The sharpest rise in interest rates in decades could leave younger Australians more cautious and risk-averse as they face more uncertainty, social and economic experts say.
But the silver lining could be to make future leaders more resourceful after adapting to a blowout in mortgage costs alongside other crises.
Experts say 13 consecutive interest rate rises have affected the psyche of a generation. The hiking cycle and housing crisis hit home within a few years of the catastrophic bushfires of 2019 and a series of floods – exacerbated by climate change – plus the pandemic.
The challenges faced by Millennials and Generation Z give the Baby Boomers’ experience in the 1980s and 1990s a run for their money, despite their 17 per cent interest rates, a stock market crash and a recession.
Even after former Reserve Bank governor Phil Lowe predicted rates would be on hold until 2024 and then had to reconsider, mortgage affordability is now at its worst since 1990 in Sydney and Melbourne, and a home owner who bought a typical house in April 2022 would now need to find an extra $2951 in monthly mortgage repayments in Sydney or $2085 in Melbourne. Sydney’s median house price hit a record of almost $1.6 million last week; Melbourne is above $1 million and rising.

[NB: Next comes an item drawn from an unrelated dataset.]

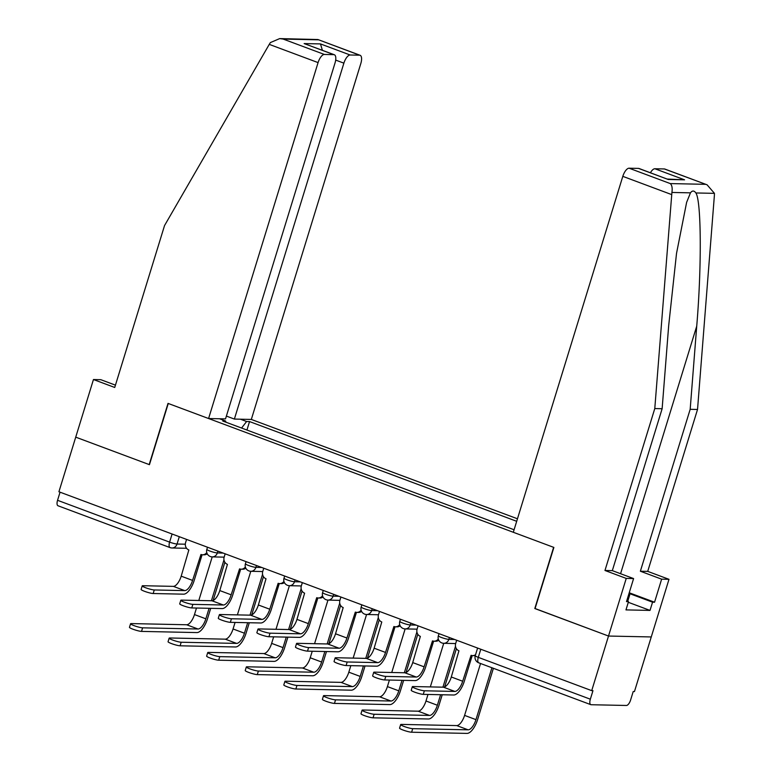 <?xml version="1.0" encoding="UTF-8"?>
<svg xmlns="http://www.w3.org/2000/svg" width="772" height="772" viewBox="0 0 772 772"><rect width="100%" height="100%" fill="white"/><g stroke="black" fill="none" stroke-linecap="round" stroke-linejoin="round"><path stroke-width="1.16" d="M517.462 518.784L251.325 419.437L360.823 63.507A8.685 3.571 110.5 0 0 360.128 55.294A8.685 3.571 110.5 0 0 359.617 55.198L350.15 54.995A8.685 3.571 110.5 0 0 343.878 63.15L335.675 60.091M535.083 608.539L608.51 636.041L651.259 636.948L634.459 691.558L633.214 691.538L630.599 700.04A5.79 2.374 110.5 0 1 626.42 705.473L591.149 704.73A5.79 2.374 110.5 0 1 590.812 704.662L478.765 662.839A5.79 2.374 -69.5 0 1 478.293 657.358L590.339 699.191A5.79 2.374 110.5 0 0 590.812 704.662M115.443 385.151L100.814 379.689L93.46 379.534L58.923 491.764L591.709 690.65L608.51 636.041L651.259 636.948L668.986 579.318L661.633 579.164L640.364 571.222L647.718 571.376L668.986 579.318M534.803 608.529L553.63 547.329L168.267 403.476L149.44 464.676L75.724 437.155L149.189 464.58L168.016 403.389L208.585 418.53L318.074 62.6L269.254 44.38L270.403 42.566L279.696 38.6L283.17 39.073L324.346 54.445A8.685 3.571 110.5 0 0 318.074 62.6M58.363 505.843A5.79 2.374 -69.5 0 1 58.025 505.776A5.79 2.374 -69.5 0 1 57.553 500.304L169.608 542.127A5.79 0.753 17.1 0 0 177.049 544.028L185.319 544.202M60.052 492.189L57.553 500.304M590.339 699.191L592.964 690.679L591.709 690.65M225.829 422.159L225.665 421.068L222.741 421.01L514.084 529.766M225.665 421.068L219.489 418.762M240.42 419.206L246.606 421.512L241.588 428.035M516.69 521.303L249.539 421.57L246.606 421.512M246.934 430.033L249.539 421.57M472.203 655.582L464.3 681.28A14.62 6.002 -69.5 0 1 453.743 695.003L423.268 694.356A6.659 0.859 -162.9 0 1 415.983 692.619A6.659 0.859 -162.9 0 1 411.215 690.274L412.316 686.704A6.659 0.859 17.1 0 0 417.083 689.058A6.659 0.859 17.1 0 0 424.368 690.786L454.843 691.432A10.856 4.458 110.5 0 0 462.679 681.242L471.074 655.312A5.79 5.23 -88.8 0 0 472.638 655.611A5.79 5.23 -88.8 0 0 475.562 654.695M454.843 691.432L443.466 687.186L412.991 686.54A6.659 0.859 17.1 0 0 412.316 686.704M475.301 655.553A5.79 5.23 91.2 0 1 474.259 655.65L472.638 655.611M456.677 640.249L455.692 643.452A5.79 5.23 -88.8 0 0 458.954 650.786L451.302 676.996A10.856 4.458 110.5 0 1 443.466 687.186M493.385 668.301L477.578 719.678A14.62 6.002 -69.5 0 1 467.021 733.4L411.621 732.223A6.659 0.859 -162.9 0 1 404.335 730.495A6.659 0.859 -162.9 0 1 399.568 728.141L400.668 724.58A6.659 0.859 17.1 0 0 405.435 726.925A6.659 0.859 17.1 0 0 412.721 728.662L468.112 729.829A10.856 4.458 110.5 0 0 475.957 719.639L491.918 667.751M480.541 663.505L464.58 715.393A10.856 4.458 110.5 0 1 456.734 725.583L401.343 724.406A6.659 0.859 17.1 0 0 400.668 724.58M433.623 641.175L425.71 666.873A14.62 6.002 -69.5 0 1 415.162 680.595L384.688 679.949A6.659 0.859 -162.9 0 1 377.402 678.221A6.659 0.859 -162.9 0 1 372.635 675.867L373.725 672.306A6.659 0.859 17.1 0 0 378.502 674.651A6.659 0.859 17.1 0 0 385.788 676.388L416.253 677.034A10.856 4.458 110.5 0 0 424.098 666.834L432.484 640.905A5.79 5.23 -88.8 0 0 434.047 641.204A5.79 5.23 -88.8 0 0 438.284 638.975M416.253 677.034L404.875 672.779L374.41 672.132A6.659 0.859 17.1 0 0 373.725 672.306M438.757 640.21A5.79 5.23 91.2 0 1 435.669 641.242L434.047 641.204M418.096 625.841L417.112 629.045A5.79 5.23 -88.8 0 0 420.364 636.379L412.721 662.588A10.856 4.458 110.5 0 1 404.875 672.779M395.032 626.777L387.129 652.465A14.62 6.002 -69.5 0 1 376.572 666.197L346.097 665.551A6.659 0.859 -162.9 0 1 338.812 663.814A6.659 0.859 -162.9 0 1 334.044 661.469L335.144 657.898A6.659 0.859 17.1 0 0 339.912 660.243A6.659 0.859 17.1 0 0 347.197 661.98L377.672 662.627A10.856 4.458 110.5 0 0 385.508 652.437L393.903 626.507A5.79 5.23 -88.8 0 0 395.467 626.806A5.79 5.23 -88.8 0 0 399.693 624.577M377.672 662.627L366.295 658.381L335.82 657.734A6.659 0.859 17.1 0 0 335.144 657.898M400.176 625.803A5.79 5.23 91.2 0 1 397.088 626.835L395.467 626.806M379.506 611.443L378.521 614.647A5.79 5.23 -88.8 0 0 381.783 621.981L374.13 648.191A10.856 4.458 110.5 0 1 366.295 658.381M640.364 571.222L690.178 409.314L697.531 409.469L714.38 195.49L714.447 193.347L707.094 184.817L664.354 168.952A8.685 3.571 -69.5 0 1 664.856 169.049L707.094 184.817M690.178 409.314L696.72 326.18C701.758 267.131 701.352 200.855 695.89 192.961C694.076 190.443 692.272 190.404 690.467 192.846L686.617 202.38L676.523 253.419L668.687 325.591L662.135 408.726L612.321 570.633L633.6 578.575L626.507 601.62L628.495 601.668L625.967 609.899L650.014 610.411L652.552 602.179L629.248 593.475M697.531 409.469L647.718 571.376M629.083 168.2L670.27 183.582C672.007 185.193 672.557 188.146 671.91 192.45L654.781 408.562L604.968 570.479L626.246 578.411L608.51 636.041L535.054 608.625L553.881 547.425L513.312 532.284L622.811 176.354A8.685 3.571 -69.5 0 1 629.083 168.2L638.55 168.402A8.685 3.571 -69.5 0 1 639.062 168.499L668.234 179.48L638.55 168.402M626.246 578.411L633.6 578.575M629.228 592.771L654.55 602.218L661.633 579.164M654.55 602.218L652.552 602.179M604.968 570.479L612.321 570.633M654.781 408.562L662.135 408.726M650.41 172.735A8.685 3.571 -69.5 0 1 654.878 168.75L664.354 168.952M626.7 600.992L628.495 601.668M650.014 610.411L628.302 602.305M654.878 168.75L684.561 179.828L667.355 179.065M269.254 44.38L164.542 225.559L114.729 387.467L93.46 379.534M251.325 419.437L234.379 419.071L343.878 63.15M208.585 418.53L225.53 418.887L335.029 62.966A8.685 3.571 110.5 0 0 334.324 54.744A8.685 3.571 110.5 0 0 333.822 54.648L324.346 54.445M226.389 416.089L234.379 419.071M322.387 50.286L320.467 43.917L350.15 54.995M333.822 54.648L304.139 43.57L334.324 54.744M359.617 55.198L317.89 39.526L279.696 38.6M629.122 593.118L629.74 594.836L628.659 594.604M627.723 601.378L629.74 594.836M442.221 694.761L438.988 705.27A14.62 6.002 -69.5 0 1 428.431 718.993L373.04 717.825A6.659 0.859 -162.9 0 1 365.754 716.088A6.659 0.859 -162.9 0 1 360.978 713.743L362.078 710.172A6.659 0.859 17.1 0 0 366.845 712.517A6.659 0.859 17.1 0 0 374.13 714.254L429.531 715.432A10.856 4.458 110.5 0 0 437.367 705.241L440.6 694.723M427.997 694.453L425.99 700.986A10.856 4.458 110.5 0 1 418.154 711.186L362.753 710.008A6.659 0.859 17.1 0 0 362.078 710.172M430.322 686.906L443.736 643.308L455.663 643.558M442.925 687.177L455.49 646.328M456.397 648.692L444.633 686.926M403.64 680.354L400.407 690.863A14.62 6.002 -69.5 0 1 389.85 704.595L334.45 703.417A6.659 0.859 -162.9 0 1 327.164 701.68A6.659 0.859 -162.9 0 1 322.397 699.336L323.497 695.765A6.659 0.859 17.1 0 0 328.264 698.12A6.659 0.859 17.1 0 0 335.55 699.847L390.941 701.024A10.856 4.458 110.5 0 0 398.786 690.834L402.019 680.315M389.416 680.055L387.409 686.588A10.856 4.458 110.5 0 1 379.563 696.778L324.172 695.601A6.659 0.859 17.1 0 0 323.497 695.765M391.742 672.508L405.146 628.91M404.335 672.769L416.909 631.921M417.806 634.294L406.043 672.528M356.442 612.37L348.539 638.068A14.62 6.002 -69.5 0 1 337.982 651.79L307.517 651.143A6.659 0.859 -162.9 0 1 300.231 649.406A6.659 0.859 -162.9 0 1 295.464 647.061L296.554 643.491A6.659 0.859 17.1 0 0 301.331 645.846A6.659 0.859 17.1 0 0 308.607 647.573L339.082 648.219A10.856 4.458 110.5 0 0 346.917 638.029L355.313 612.099A5.79 5.23 -88.8 0 0 356.876 612.399A5.79 5.23 -88.8 0 0 361.113 610.169M339.082 648.219L327.704 643.973L297.23 643.327A6.659 0.859 17.1 0 0 296.554 643.491M361.585 611.395A5.79 5.23 91.2 0 1 358.498 612.437L356.876 612.399M340.925 597.036L339.931 600.24A5.79 5.23 -88.8 0 0 343.193 607.574L335.54 633.783A10.856 4.458 110.5 0 1 327.704 643.973M317.861 597.962L309.958 623.66A14.62 6.002 -69.5 0 1 299.401 637.382L268.926 636.736A6.659 0.859 -162.9 0 1 261.64 635.009A6.659 0.859 -162.9 0 1 256.873 632.654L257.973 629.093A6.659 0.859 17.1 0 0 262.741 631.438A6.659 0.859 17.1 0 0 270.026 633.175L300.501 633.822A10.856 4.458 110.5 0 0 308.337 623.622L316.723 597.692A5.79 5.23 -88.8 0 0 318.296 597.991A5.79 5.23 -88.8 0 0 322.522 595.762M300.501 633.822L289.114 629.566L258.649 628.929A6.659 0.859 17.1 0 0 257.973 629.093M323.005 596.997A5.79 5.23 91.2 0 1 319.917 598.03L318.296 597.991M302.334 582.628L301.35 585.832A5.79 5.23 -88.8 0 0 304.612 593.166L296.959 619.376A10.856 4.458 110.5 0 1 289.114 629.566M279.271 583.564L271.368 609.253A14.62 6.002 -69.5 0 1 260.811 622.985L230.345 622.338A6.659 0.859 -162.9 0 1 223.06 620.601A6.659 0.859 -162.9 0 1 218.283 618.256L219.383 614.686A6.659 0.859 17.1 0 0 224.15 617.031A6.659 0.859 17.1 0 0 231.436 618.768L261.911 619.414A10.856 4.458 110.5 0 0 269.746 609.224L278.142 583.294A5.79 5.23 -88.8 0 0 279.705 583.593A5.79 5.23 -88.8 0 0 283.942 581.364M261.911 619.414L250.533 615.168L220.059 614.522A6.659 0.859 17.1 0 0 219.383 614.686M284.414 582.59A5.79 5.23 91.2 0 1 281.326 583.622L279.705 583.593M263.744 568.231L262.76 571.434A5.79 5.23 -88.8 0 0 266.022 578.768L258.369 604.978A10.856 4.458 110.5 0 1 250.533 615.168M365.05 665.947L361.817 676.465A14.62 6.002 -69.5 0 1 351.26 690.187L295.859 689.01A6.659 0.859 -162.9 0 1 288.574 687.283A6.659 0.859 -162.9 0 1 283.807 684.928L284.907 681.367A6.659 0.859 17.1 0 0 289.674 683.712A6.659 0.859 17.1 0 0 296.959 685.449L352.36 686.617A10.856 4.458 110.5 0 0 360.196 676.426L363.429 665.918M350.826 665.647L348.819 672.18A10.856 4.458 110.5 0 1 340.983 682.371L285.582 681.203A6.659 0.859 17.1 0 0 284.907 681.367M353.151 658.101L366.565 614.502M365.754 658.371L378.319 617.523M379.226 619.887L367.462 658.12M326.469 651.549L323.227 662.058A14.62 6.002 -69.5 0 1 312.67 675.78L257.279 674.612A6.659 0.859 -162.9 0 1 249.993 672.875A6.659 0.859 -162.9 0 1 245.226 670.53L246.316 666.96A6.659 0.859 17.1 0 0 251.093 669.305A6.659 0.859 17.1 0 0 258.379 671.042L313.77 672.219A10.856 4.458 110.5 0 0 321.615 662.029L324.848 651.51M312.245 651.24L310.228 657.773A10.856 4.458 110.5 0 1 302.392 667.973L247.001 666.796A6.659 0.859 17.1 0 0 246.316 666.96M314.561 643.694L327.975 600.095M327.164 643.964L339.738 603.115M340.635 605.48L328.872 643.713M287.879 637.141L284.646 647.66A14.62 6.002 -69.5 0 1 274.089 661.382L218.688 660.205A6.659 0.859 -162.9 0 1 211.403 658.477A6.659 0.859 -162.9 0 1 206.635 656.123L207.736 652.552A6.659 0.859 17.1 0 0 212.503 654.907A6.659 0.859 17.1 0 0 219.788 656.634L275.189 657.812A10.856 4.458 110.5 0 0 283.025 647.621L286.258 637.103M273.655 636.842L271.647 643.375A10.856 4.458 110.5 0 1 263.812 653.566L208.411 652.388A6.659 0.859 17.1 0 0 207.736 652.552M275.98 629.296L289.394 585.697L301.312 585.948M288.583 629.556L301.148 588.708M302.045 591.082L290.291 629.315M240.69 569.157L232.787 594.855A14.62 6.002 -69.5 0 1 222.23 608.577L191.755 607.931A6.659 0.859 -162.9 0 1 184.469 606.194A6.659 0.859 -162.9 0 1 179.702 603.849L180.802 600.278A6.659 0.859 17.1 0 0 185.57 602.633A6.659 0.859 17.1 0 0 192.855 604.36L223.32 605.007A10.856 4.458 110.5 0 0 231.166 594.816L239.552 568.887A5.79 5.23 -88.8 0 0 241.125 569.186A5.79 5.23 -88.8 0 0 245.351 566.957M223.32 605.007L211.943 600.761L181.478 600.114A6.659 0.859 17.1 0 0 180.802 600.278M245.824 568.192A5.79 5.23 91.2 0 1 242.736 569.225L241.125 569.186M225.163 553.823L224.179 557.027A5.79 5.23 -88.8 0 0 227.431 564.361L219.788 590.57A10.856 4.458 110.5 0 1 211.943 600.761M249.288 622.734L246.056 633.252A14.62 6.002 -69.5 0 1 235.499 646.975L180.108 645.797A6.659 0.859 -162.9 0 1 172.822 644.07A6.659 0.859 -162.9 0 1 168.055 641.715L169.145 638.154A6.659 0.859 17.1 0 0 173.922 640.499A6.659 0.859 17.1 0 0 181.198 642.236L236.599 643.404A10.856 4.458 110.5 0 0 244.435 633.214L247.677 622.705M235.074 622.435L233.057 628.968A10.856 4.458 110.5 0 1 225.221 639.158L169.821 637.99A6.659 0.859 17.1 0 0 169.145 638.154M237.39 614.888L250.803 571.29M249.993 615.159L262.557 574.31M263.464 576.674L251.701 614.908M202.1 554.759L194.197 580.447A14.62 6.002 -69.5 0 1 183.639 594.17L153.165 593.523A6.659 0.859 -162.9 0 1 145.889 591.796A6.659 0.859 -162.9 0 1 141.112 589.441L142.212 585.88A6.659 0.859 17.1 0 0 146.979 588.225A6.659 0.859 17.1 0 0 154.265 589.962L184.74 590.609A10.856 4.458 110.5 0 0 192.575 580.419L200.971 554.479A5.79 5.23 -88.8 0 0 202.534 554.788A5.79 5.23 -88.8 0 0 206.771 552.549M184.74 590.609L173.362 586.363L142.888 585.716A6.659 0.859 17.1 0 0 142.212 585.88M207.243 553.785A5.79 5.23 91.2 0 1 204.155 554.817L202.534 554.788M186.573 539.416L185.589 542.619A5.79 5.23 -88.8 0 0 188.85 549.963L181.198 576.163A10.856 4.458 110.5 0 1 173.362 586.363M210.708 608.336L207.475 618.845A14.62 6.002 -69.5 0 1 196.918 632.577L141.517 631.399A6.659 0.859 -162.9 0 1 134.231 629.663A6.659 0.859 -162.9 0 1 129.464 627.318L130.565 623.747A6.659 0.859 17.1 0 0 135.332 626.102A6.659 0.859 17.1 0 0 142.617 627.829L198.008 629.006A10.856 4.458 110.5 0 0 205.854 618.816L209.087 608.297M196.484 608.027L194.476 614.57A10.856 4.458 110.5 0 1 186.631 624.76L131.24 623.583A6.659 0.859 17.1 0 0 130.565 623.747M198.809 600.481L212.223 556.882M211.412 600.751L223.976 559.903M224.874 562.277L213.111 600.51M207.504 547.232L206.838 549.394A5.79 0.753 17.1 0 0 209.878 551.044A5.79 0.753 17.1 0 0 217.318 552.945L223.137 553.07M217.887 551.102L217.318 552.945A5.79 5.23 91.2 0 1 212.252 556.892L224.141 557.143M246.085 561.64L245.419 563.801A5.79 0.753 17.1 0 0 248.468 565.451A5.79 0.753 17.1 0 0 255.908 567.352L261.727 567.468M256.468 565.509L255.908 567.352A5.79 5.23 91.2 0 1 250.832 571.29L262.731 571.541M284.675 576.037L284.009 578.199A5.79 0.753 17.1 0 0 287.049 579.849A5.79 0.753 17.1 0 0 294.489 581.75L300.308 581.876M295.058 579.917L294.489 581.75A5.79 5.23 91.2 0 1 289.423 585.697A5.79 5.79 0 0 1 284.009 578.199M323.265 590.445L322.599 592.606A5.79 0.753 17.1 0 0 325.639 594.257A5.79 0.753 17.1 0 0 333.079 596.158L338.898 596.283M333.639 594.315L333.079 596.158A5.79 5.23 91.2 0 1 328.003 600.095L339.902 600.355M361.846 604.843L361.18 607.014A5.79 0.753 17.1 0 0 364.22 608.664A5.79 0.753 17.1 0 0 371.66 610.556L377.479 610.681M372.229 608.722L371.66 610.556A5.79 5.23 91.2 0 1 366.594 614.502L378.492 614.753M400.436 619.25L399.771 621.412A5.79 0.753 17.1 0 0 402.81 623.062A5.79 0.753 17.1 0 0 410.25 624.963L416.069 625.088M410.82 623.129L410.25 624.963A5.79 5.23 91.2 0 1 405.184 628.91L417.073 629.161M439.017 633.658L438.351 635.819A5.79 0.753 17.1 0 0 441.401 637.469A5.79 0.753 17.1 0 0 448.841 639.37L454.66 639.496M449.4 637.527L448.841 639.37A5.79 5.23 91.2 0 1 443.765 643.308A5.79 5.79 0 0 1 438.351 635.819M179.297 536.704L177.049 544.028A5.79 5.23 -88.8 0 1 171.973 547.975A5.79 5.23 -88.8 0 1 170.409 547.666A5.79 2.374 -69.5 0 1 170.072 547.609A5.79 2.374 -69.5 0 1 169.608 542.127L172.098 534.012M477.607 648.055L475.253 655.708A5.79 0.753 17.1 0 0 478.293 657.358L480.792 649.252M479.103 662.907A5.79 2.374 -69.5 0 1 478.765 662.839A5.79 5.79 0 0 1 475.253 655.708M424.368 690.786L423.268 694.356M462.679 681.242L451.302 676.996M412.721 728.662L411.621 732.223M464.58 715.393L475.957 719.639M456.734 725.583L468.112 729.829M385.788 676.388L384.688 679.949M424.098 666.834L412.721 662.588M347.197 661.98L346.097 665.551M385.508 652.437L374.13 648.191M714.447 193.347L695.89 192.961M690.467 192.846L671.91 192.45M670.27 183.582L705.531 184.325M684.561 179.828L668.234 179.48M671.64 194.583L622.811 176.354M620.572 573.712L696.72 326.18M318.44 39.826L283.17 39.073M304.139 43.57L320.467 43.917M374.13 714.254L373.04 717.825M425.99 700.986L437.367 705.241M418.154 711.186L429.531 715.432M335.55 699.847L334.45 703.417M387.409 686.588L398.786 690.834M379.563 696.778L390.941 701.024M308.607 647.573L307.517 651.143M346.917 638.029L335.54 633.783M270.026 633.175L268.926 636.736M308.337 623.622L296.959 619.376M231.436 618.768L230.345 622.338M269.746 609.224L258.369 604.978M296.959 685.449L295.859 689.01M348.819 672.18L360.196 676.426M340.983 682.371L352.36 686.617M258.379 671.042L257.279 674.612M310.228 657.773L321.615 662.029M302.392 667.973L313.77 672.219M219.788 656.634L218.688 660.205M271.647 643.375L283.025 647.621M263.812 653.566L275.189 657.812M192.855 604.36L191.755 607.931M231.166 594.816L219.788 590.57M181.198 642.236L180.108 645.797M233.057 628.968L244.435 633.214M225.221 639.158L236.599 643.404M154.265 589.962L153.165 593.523M192.575 580.419L181.198 576.163M142.617 627.829L141.517 631.399M194.476 614.57L205.854 618.816M186.631 624.76L198.008 629.006M399.771 621.412A5.79 5.79 0 0 0 405.184 628.91M361.18 607.014A5.79 5.79 0 0 0 366.594 614.502M322.599 592.606A5.79 5.79 0 0 0 328.003 600.095M245.419 563.801A5.79 5.79 0 0 0 250.832 571.29M206.838 549.394A5.79 5.79 0 0 0 212.252 556.892M186.583 548.284L171.973 547.975A5.79 5.79 0 0 1 170.072 547.609L58.025 505.776M317.89 39.526L360.128 55.294"/></g></svg>

ANU demographer Dr Liz Allen said uncertainty had filtered through every aspect of younger Australians’ lives.
“We have housing insecurity, alongside housing affordability issues, paid work insecurity, and climate disaster looming. We have enormous elements of gender inequality,” Allen said.
She said wages failed to keep up with rising house prices and mortgage rates, which affected many middle-class young Australians’ decisions and ability to take calculated risks.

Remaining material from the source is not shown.